Elinor’s technique for mapping the state space of institutional forms in the domain of irrigation is of course of great importance for the design and evaluation of agricultural irrigation regimes in third world countries. More interesting from an analytic point of view is that it enables mobilization of powerful theories of evolution and potent computational techniques, including agent-based computer modeling, for purposes of understanding the origins of and variation in institutional forms. For these objectives, the crucial element is that each institutional form is translated into a string of values, each representing a particular feature on the seven theoretically specified dimensions necessary for describing any institution. By operationalizing such strings as distinctive patterns (institutionalized formations of hierarchy, communications, environmental instability, etc.) the performance of these institutions, other implications of variation in these forms, and hypotheses about the implications of such variation, can be explored and tested. Such simulation experiments can involve paired matching experiments or genetic algorithm procedures for exploring the space of the possible for those regions highlighted by different selection criteria.
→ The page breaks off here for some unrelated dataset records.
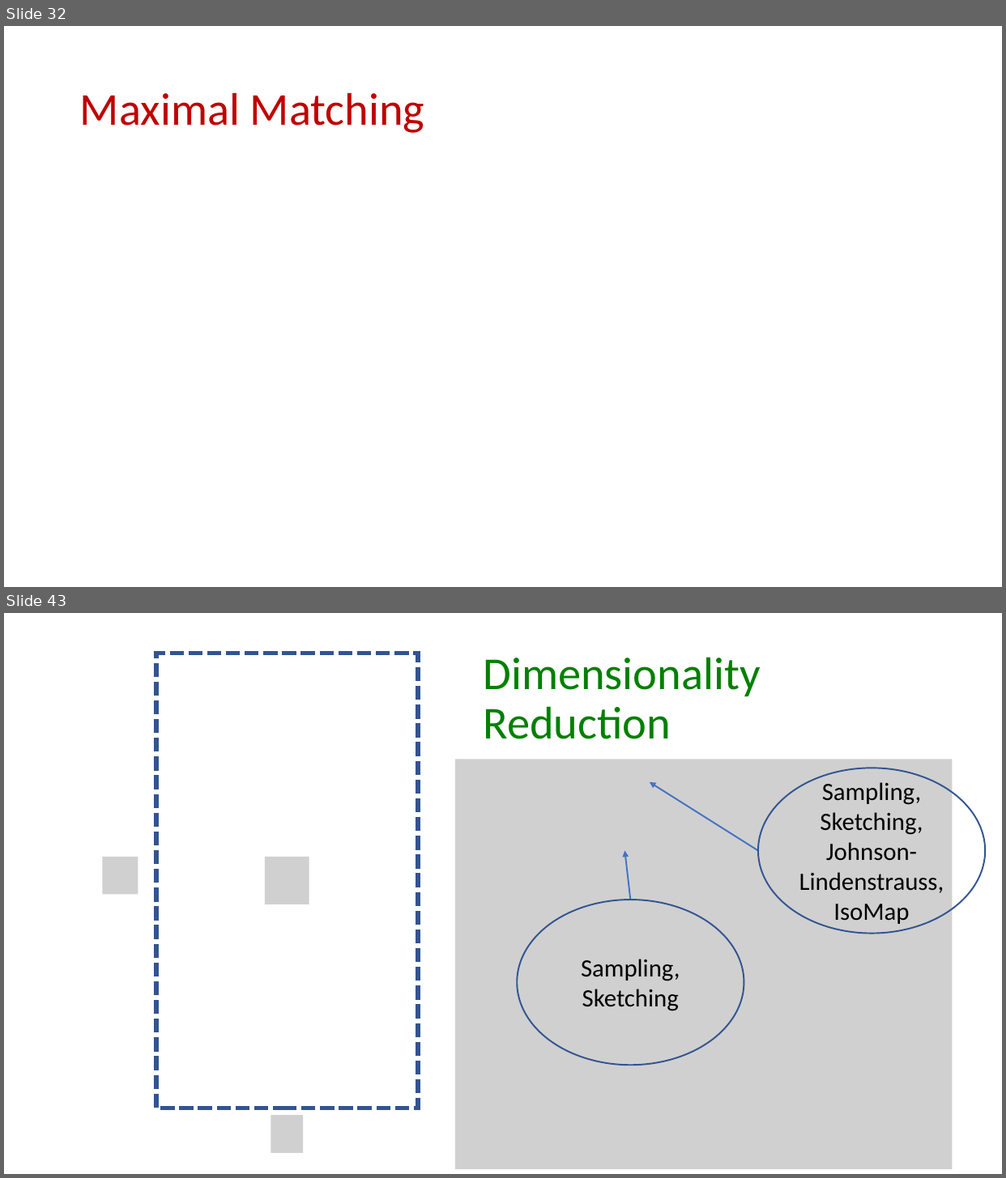
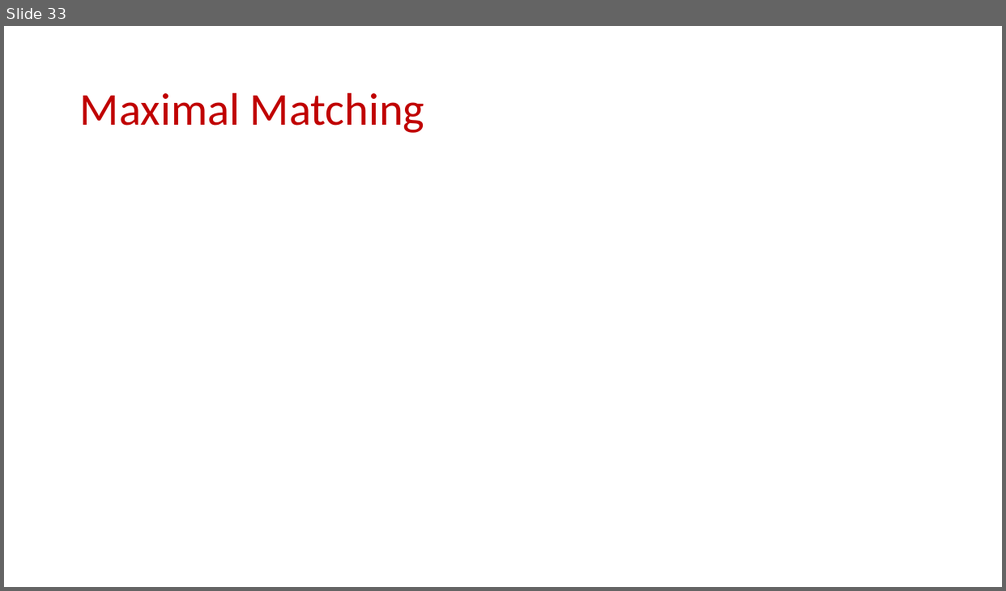
Before and after one commit to samsonzhou/samsonzhou.github.io, a slide deck: CSCE689-23/L19.pptx. Shown one above the other, each under a label of ours: slides 32 and 43 before the commit, slide 33 after it; the slides between them are not shown. The pictures are 1006x1178 and 1006x591 pixels, drawn with LibreOffice and Linux fonts; fonts in the diff are those of the drawing; grey boxes stand for pictures. Boxes give left, top, right and bottom in pixels: in the first picture for what was removed or moved away, otherwise in the second. Text is boxed around its words. In the diff, an @@ line names an element or a change of style, - is before the commit and + after.

```diff
--- a/CSCE689-23/L19.pptx
+++ b/CSCE689-23/L19.pptx
@@ slide 43 removed at (4,613,1002,1174), background #FFFFFF @@
@@ rectangle removed at (156,653,418,1108) @@
@@ title removed at (483,657,760,739) @@
-Dimensionality Reduction
@@ picture removed at (455,759,953,1170) @@
@@ arrow removed from (759, 851) to (650, 782) @@
@@ ellipse removed at (759,768,986,934) @@
-Sampling, Sketching, Johnson-Lindenstrauss, IsoMap
@@ arrow removed from (631, 900) to (624, 851) @@
@@ picture removed at (102,857,138,895) @@
@@ picture removed at (265,857,309,905) @@
@@ ellipse removed at (517,900,744,1065) @@
-Sampling, Sketching
@@ picture removed at (271,1115,304,1152) @@
@@ what was slide 32 is now slide 33 @@
```
Also in this commit, not shown: 2 slides changed, 1 slide added, 36 other slides removed, 4 other files.
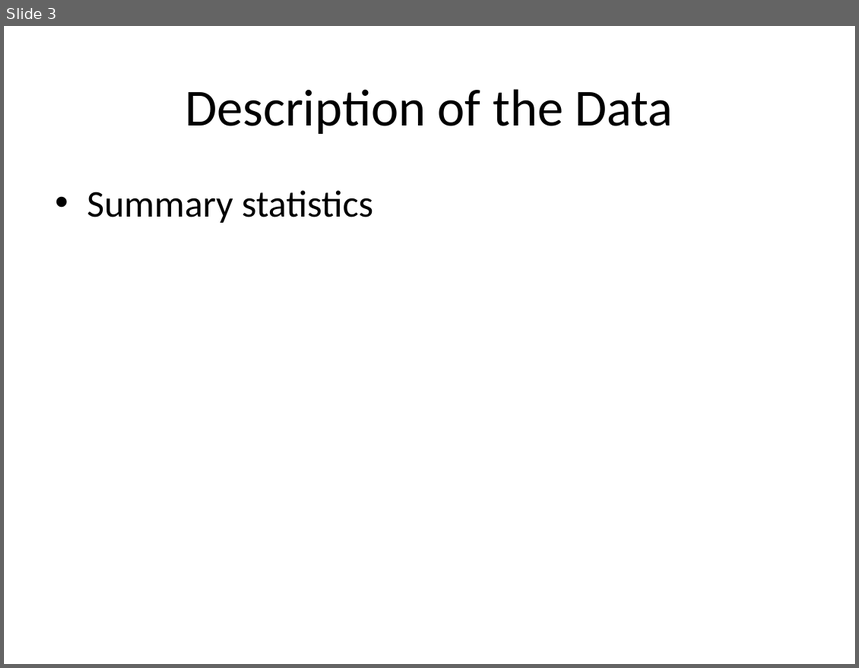
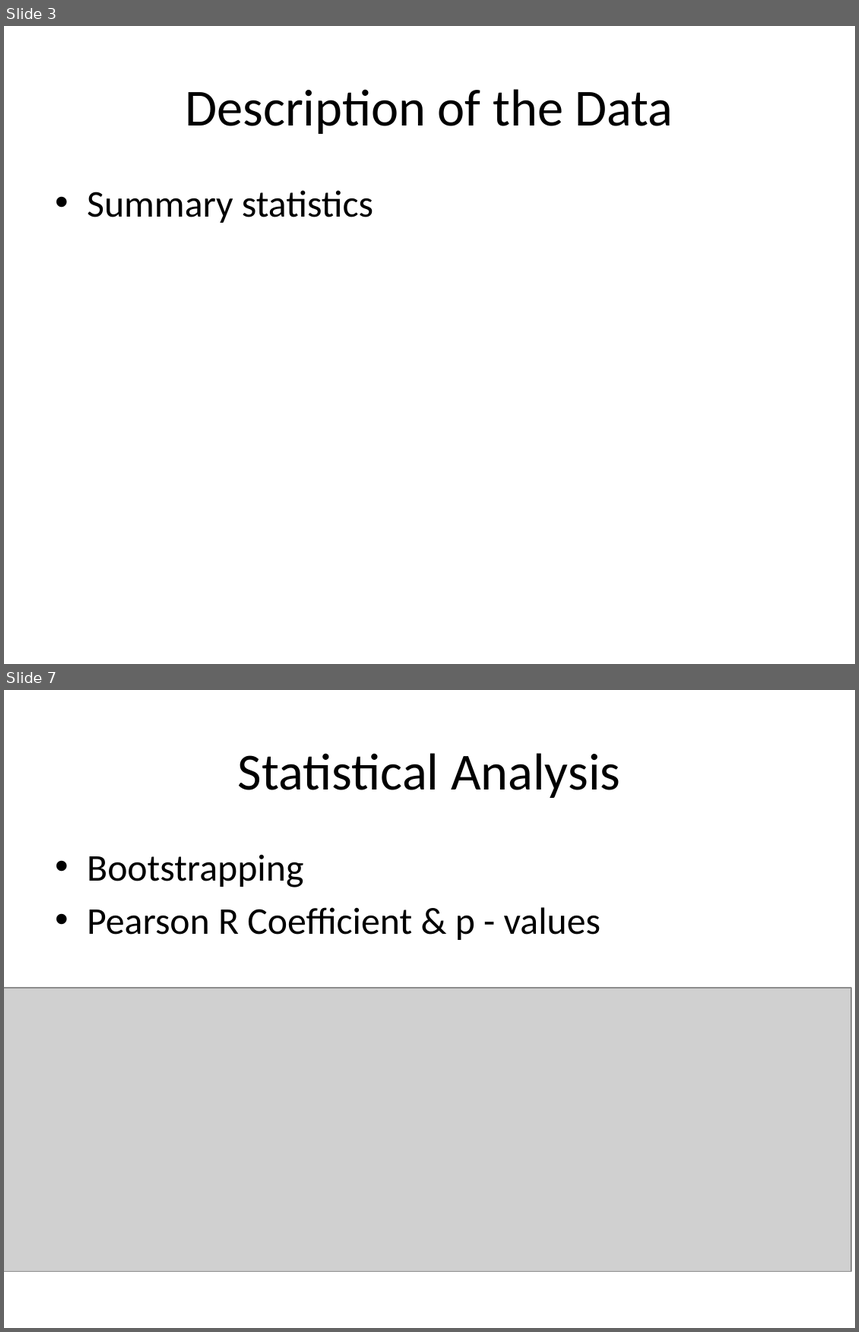
Before and after one commit to nanodoc2020/Springboard, a slide deck: Capstone-Project1/Documents/Data_Story_slides.pptx. Shown one above the other, each under a label of ours: slide 3 before the commit, slides 3 and 7 after it; the slides between them are not shown. The pictures are 859x668 and 859x1332 pixels, drawn with LibreOffice and Linux fonts; fonts in the diff are those of the drawing; grey boxes stand for pictures. Boxes give left, top, right and bottom in pixels: in the first picture for what was removed or moved away, otherwise in the second. Text is boxed around its words. In the diff, an @@ line names an element or a change of style, - is before the commit and + after.

```diff
--- a/Capstone-Project1/Documents/Data_Story_slides.pptx
+++ b/Capstone-Project1/Documents/Data_Story_slides.pptx
@@ slide 7 added at (x1=4, y1=690, x2=855, y2=1328), background #FFFFFF @@
@@ title added at (x1=238, y1=753, x2=621, y2=798), 44 pt, text #000000 @@
+Statistical Analysis
@@ text added at (x1=87, y1=854, x2=601, y2=940), 32 pt, text #000000 @@
+• Bootstrapping
+• Pearson R Coefficient & p - values
@@ picture added at (x1=4, y1=988, x2=852, y2=1271) @@
```
Also in this commit, not shown: 1 slide changed, 8 other slides added, 3 slides removed, 1 other file.
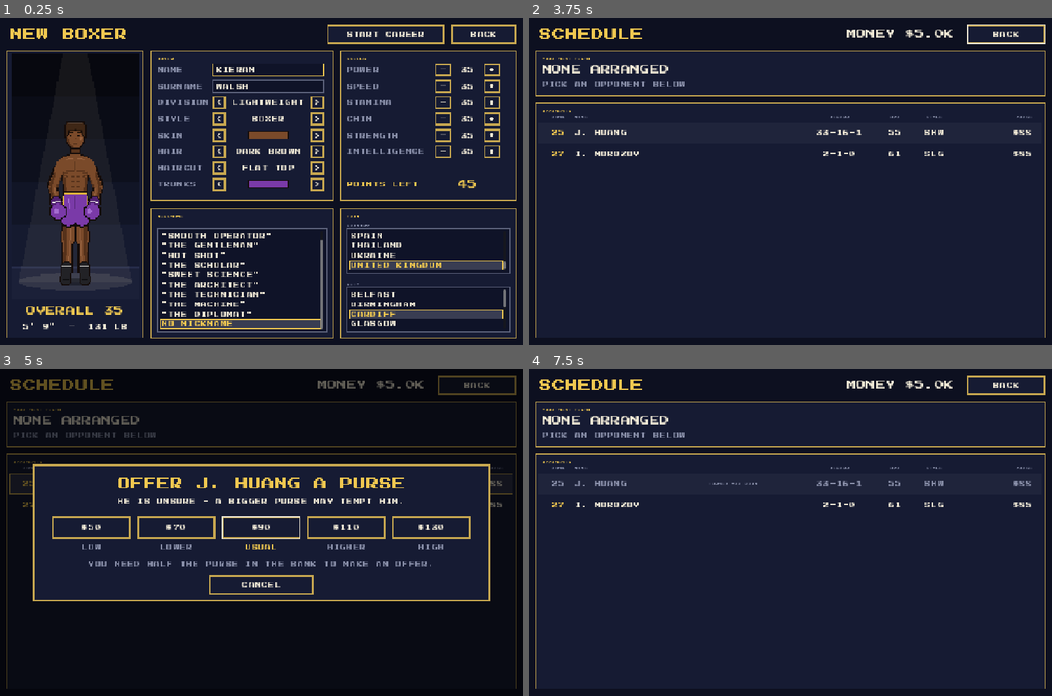
Above: before the commit, frames 1-4 (two rows, left to right).
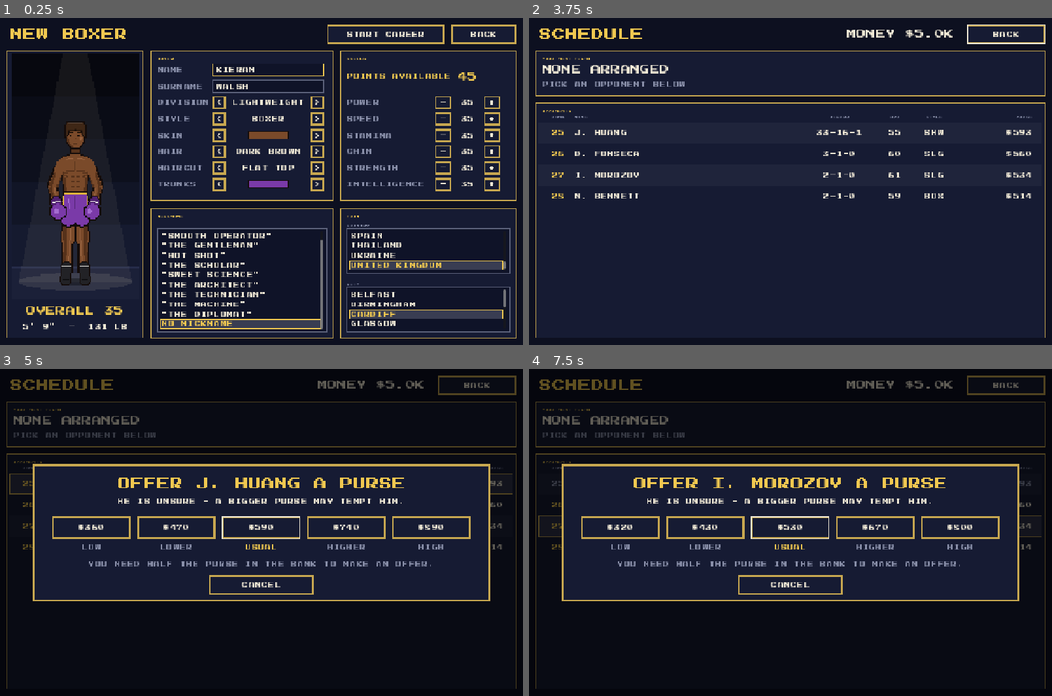
Above: after the commit, the same moments.

Repository: badgersoft/IBM27
Game: Godot game, scene res://scenes/new_boxer.tscn
Same seed, same stepped clock (60 frames per second), same inputs: the game is played once before the commit and once after it. This scene is started directly instead of the project's main scene.
Inputs (mouse positions are in pixels of both pictures, inside the frame that each line leads up to):
- Up to frame 1 (0.25 s): no input
- Up to frame 2 (3.75 s): click "START CAREER" at 0.5 s; click "NEXT WEEK" at 1.25 s; click "NEXT WEEK" at 2 s; click "WEIGHTS" at 2.75 s; click "SCHEDULE" at 3.5 s
- Up to frame 3 (5 s): click (261, 483) at 4.27 s
- Up to frame 4 (7.5 s): click (790, 506) at 5.02 s; click (623, 525) at 5.75 s, where only the run before the commit has a clickable "$50"; click "OK" at 6.5 s; click (790, 525) at 7.27 s

The runs differ from the first frame. In frame 1, 1.4% of the frame differs, in the area x 66-96%, y 14-53%; in frame 2, 0.8%; in frame 3, 0.3%; in frame 4, 53%, in the area x 1-99%, y 2-98%.

Commit message:
0.1.16: Points available at the top of skills, bigger amateur purses
New boxer: POINTS AVAILABLE heads the SKILLS box so the six skills line
up with the six pickers beside them. Amateur purses now run $1.2K - $5K
(was $200 - $10K): the bottom lightweight fight pays about $500, and the
top amateur fights meet the bottom semi-pro ones.

Co-Authored-By: Claude Opus 5.5 <noreply@anthropic.com>
Claude-Session: https://claude.ai/code/session_01PF6KKrB4uHprcLjw7ppdzy

Diff:
--- a/project.godot
+++ b/project.godot
@@ -12,7 +12,7 @@
 
 config/name="International Boxing Manager 2027"
 config/description="An ode to 1985's Barry McGuigan World Championship Boxing. By Badger-soft."
-config/version="0.1.15"
+config/version="0.1.16"
 run/main_scene="res://scenes/main_menu.tscn"
 config/features=PackedStringArray("4.7", "GL Compatibility")
 boot_splash/bg_color=Color(0.051, 0.063, 0.125, 1)
--- a/scripts/ui/new_boxer_screen.gd
+++ b/scripts/ui/new_boxer_screen.gd
@@ -15,8 +15,9 @@
 ##          |  OVERALL |  | ten to choose, or none |  | country list           |
 ##          |          |  |                        |  | city list              |
 ##   y 784  +----------+  +------------------------+  +------------------------+
-## The two columns share their rows: the skill rows line up with the BOXER
-## rows, and POINTS LEFT with TRUNKS.
+## The two columns share their rows: POINTS AVAILABLE sits level with NAME
+## and SURNAME, and the six skills line up with the six pickers (DIVISION
+## to TRUNKS).
 
 const FRAME_SIZE := Vector2(1280, 800)
 const PAD := 16
@@ -50,7 +51,7 @@
 const SWATCH := Vector2(96, 16)
 
 # SKILLS panel rows.
-const SKILL_ROW_Y := ROW_Y
+const SKILL_ROW_Y := ROW_Y + 2 * ROW_STEP
 const SKILL_STEP := ROW_STEP
 const SKILL_LABEL_W := 208
 const MINUS_X := 232
@@ -58,7 +59,7 @@
 const SKILL_VALUE_W := 64
 const PLUS_X := 352
 const STEP_W := 40
-const POOL_Y := ROW_Y + 7 * ROW_STEP
+const POOL_Y := ROW_Y + 16
 const MIN_SKILL := 10
 const MAX_SKILL := 65
 
@@ -179,8 +180,8 @@
 		panel.add_child(UiTheme.place(value, SKILL_VALUE_X, y + 4, SKILL_VALUE_W, UiTheme.ROW_H))
 		_skill_labels[skill] = value
 		_button(panel, "+", PLUS_X, y, STEP_W, 32, _change_skill.bind(skill, 1))
-	panel.add_child(UiTheme.block(Color(Palette.UI_TEXT_DIM, 0.4), PAD, POOL_Y - 8, SKILLS.size.x - PAD * 2, 1))
-	panel.add_child(UiTheme.place(UiTheme.label("POINTS LEFT", UiTheme.BODY, Palette.UI_GOLD), PAD, POOL_Y + 4, SKILL_LABEL_W, UiTheme.ROW_H))
+	panel.add_child(UiTheme.block(Color(Palette.UI_TEXT_DIM, 0.4), PAD, SKILL_ROW_Y - 16, SKILLS.size.x - PAD * 2, 1))
+	panel.add_child(UiTheme.place(UiTheme.label("POINTS AVAILABLE", UiTheme.BODY, Palette.UI_GOLD), PAD, POOL_Y + 4, SKILL_VALUE_X - PAD - 8, UiTheme.ROW_H))
 	_pool_label = UiTheme.label("", UiTheme.LARGE, Palette.UI_GOLD, HORIZONTAL_ALIGNMENT_CENTER)
 	panel.add_child(UiTheme.place(_pool_label, SKILL_VALUE_X, POOL_Y, SKILL_VALUE_W, UiTheme.LARGE + 8))
 
--- a/scripts/world/purse.gd
+++ b/scripts/world/purse.gd
@@ -7,14 +7,16 @@
 ## a level the purse grows with how high the two men are ranked between them:
 ##
 ##   level          purse                          most fights
-##   Amateur        $200 - $10K                    a few hundred dollars
+##   Amateur        $1.2K - $5K                    $1.5K - $3K
 ##   Semi-Pro       $5K - $50K                     $5K - $25K
 ##   Professional   $5M - $100M (title fights)     tens of millions
 ##
 ## Then:  x 0.70 if no title is on the line, and by division
 ## (Heavyweight 100%, Middleweight 80%, Lightweight 60%), so only a
 ## heavyweight title fight between the champion and the number 1 reaches
-## $100M; a middleweight one tops out at $80M.
+## $100M; a middleweight one tops out at $80M. The bottom amateur fight
+## pays about $500 at lightweight and $850 at heavyweight, and the top
+## amateur fight in each division pays what the bottom semi-pro one does.
 
 const WINNER_SHARE := 0.60
 const NON_TITLE := 0.70
@@ -24,7 +26,7 @@
 ## ^ (quality ^ curve). A curve over 1 keeps most fights near the bottom of
 ## the range; under 1 lifts the middle.
 const LEVELS: Array = [
-	[200.0,       10000.0,     3.0],    # Amateur
+	[1200.0,      5000.0,      1.5],    # Amateur
 	[5000.0,      50000.0,     1.3],    # Semi-Pro
 	[5000000.0,   100000000.0, 0.7],    # Professional
 ]
Binary file changed: docs/screenshots/between_rounds.png
Binary file changed: docs/screenshots/big_punch.png
Binary file changed: docs/screenshots/career_home.png
Binary file changed: docs/screenshots/career_menu.png
Binary file changed: docs/screenshots/decision_read_out.png
Binary file changed: docs/screenshots/decision_split.png
Binary file changed: docs/screenshots/exhibition.png
Binary file changed: docs/screenshots/facilities_sponsors.png
Binary file changed: docs/screenshots/fight_grand_arena.png
Binary file changed: docs/screenshots/fight_heavyweights_grand_arena.png
Binary file changed: docs/screenshots/fight_lightweights_town_gym.png
Binary file changed: docs/screenshots/fight_small_town_gym.png
(and 17 more such lines)
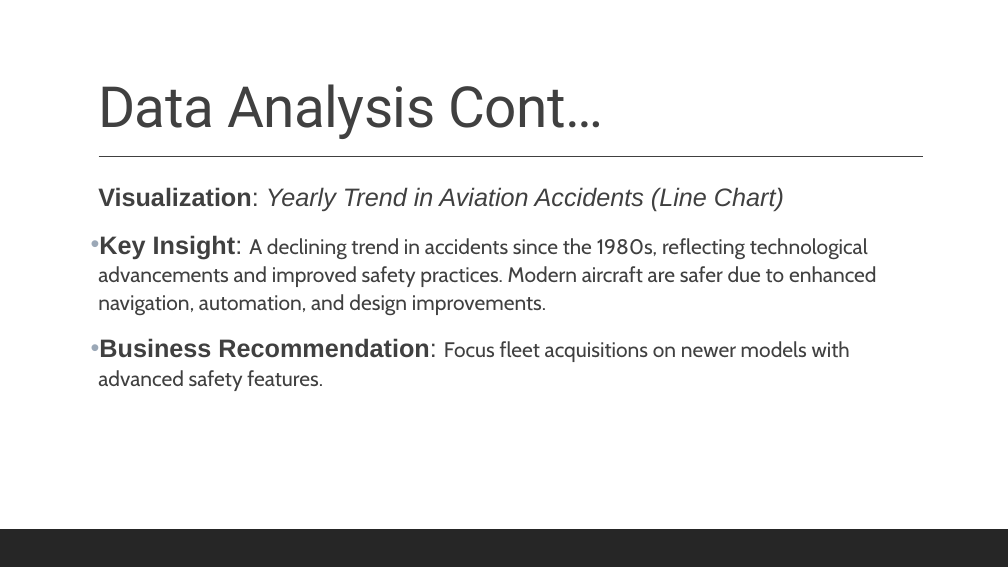
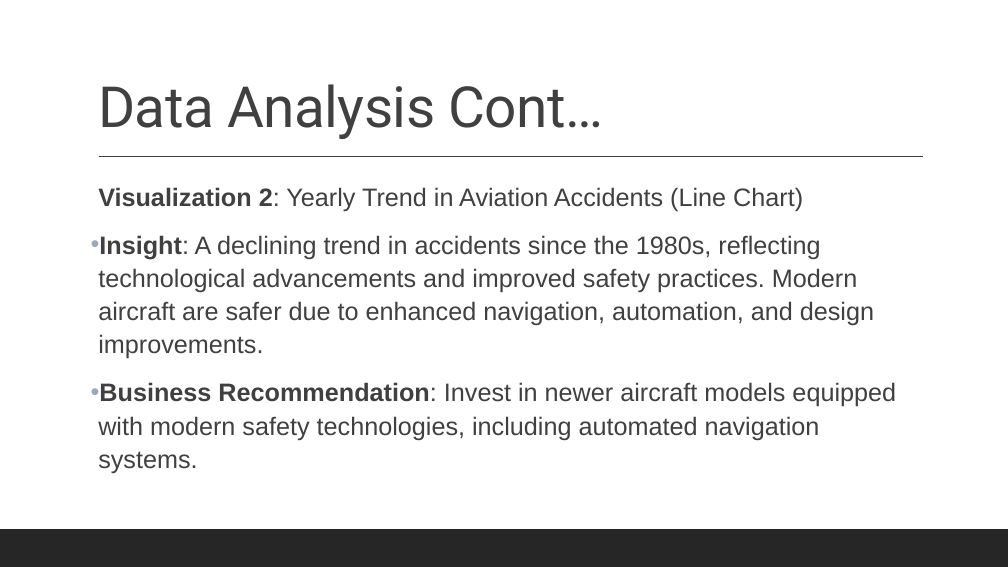
Before and after one commit to Lydia-byte-rgb/Phase-1-Project_Lydia, a slide deck: slide 9 of Phase_1_Project Slides.pptx (slide 8 before the commit). Drawn at 1008x567 pixels with LibreOffice and Linux fonts; fonts in the diff are those of the drawing. Boxes give left, top, right and bottom in pixels: in the first picture for what was removed or moved away, otherwise in the second. Text is boxed around its words. In the diff, an @@ line names an element or a change of style, - is before the commit and + after.

```diff
--- a/Phase_1_Project Slides.pptx
+++ b/Phase_1_Project Slides.pptx
@@ text at <box>98,187,896,473</box>: text changed; size 20 to 24 pt; font Cabin to Arial @@
-  Visualization: Yearly Trend in Aviation Accidents (Line Chart)
-• Key Insight: A declining trend in accidents since the 1980s, reflecting technological advancements and improved safety practices. Modern aircraft are safer due to enhanced navigation, automation, and design improvements.
-• Business Recommendation: Focus fleet acquisitions on newer models with advanced safety features.
+  Visualization 2: Yearly Trend in Aviation Accidents (Line Chart)
+• Insight: A declining trend in accidents since the 1980s, reflecting technological advancements and improved safety practices. Modern aircraft are safer due to enhanced navigation, automation, and design improvements.
+• Business Recommendation: Invest in newer aircraft models equipped with modern safety technologies, including automated navigation systems.
```
Also in this commit, not shown: 9 other slides changed, 1 slide added, 5 other files.

From a substantive theoretical perspective, the intuition conveyed in the paper hearkens back to standard propositions of organization theory as it developed in the late 1960s and early 1970s. The general argument of this literature, arising from work by Lindblom, March, Simon, J.D. Thompson, LaPorte, and Landau, was that in the face of staggering levels of complexity, organizational designers would do well to opt-out of Weberian or Taylorian ideas about the “one-best-way” to establish and run an organizations in favor of forms that could be allowed to evolve, in a decentralized fashion, to the characteristics of the task environment, the locations and distributions of uncertainty, and variation in the closed vs. open nature of the technologies being deployed. Studying organizations, or institutions, from this perspective, as from the perspective articulated in this paper, entails stylizing the trajectory of the organizational form as the product of an evolutionary, or co-evolutionary, process involving competition among organizational tropes for survival, retention, and replication across time and space. However, although the organization theory literature to which I refer was implicitly evolutionary, it did not see itself in those terms or explicitly harness evolutionary concepts. Additionally, of course, these scholars lacked the computer capabilities necessary to even imagine that experiments could be done virtually to investigate theoretically justified expectations about the affinities that different institutional forms would have with different technological and political “habitats.”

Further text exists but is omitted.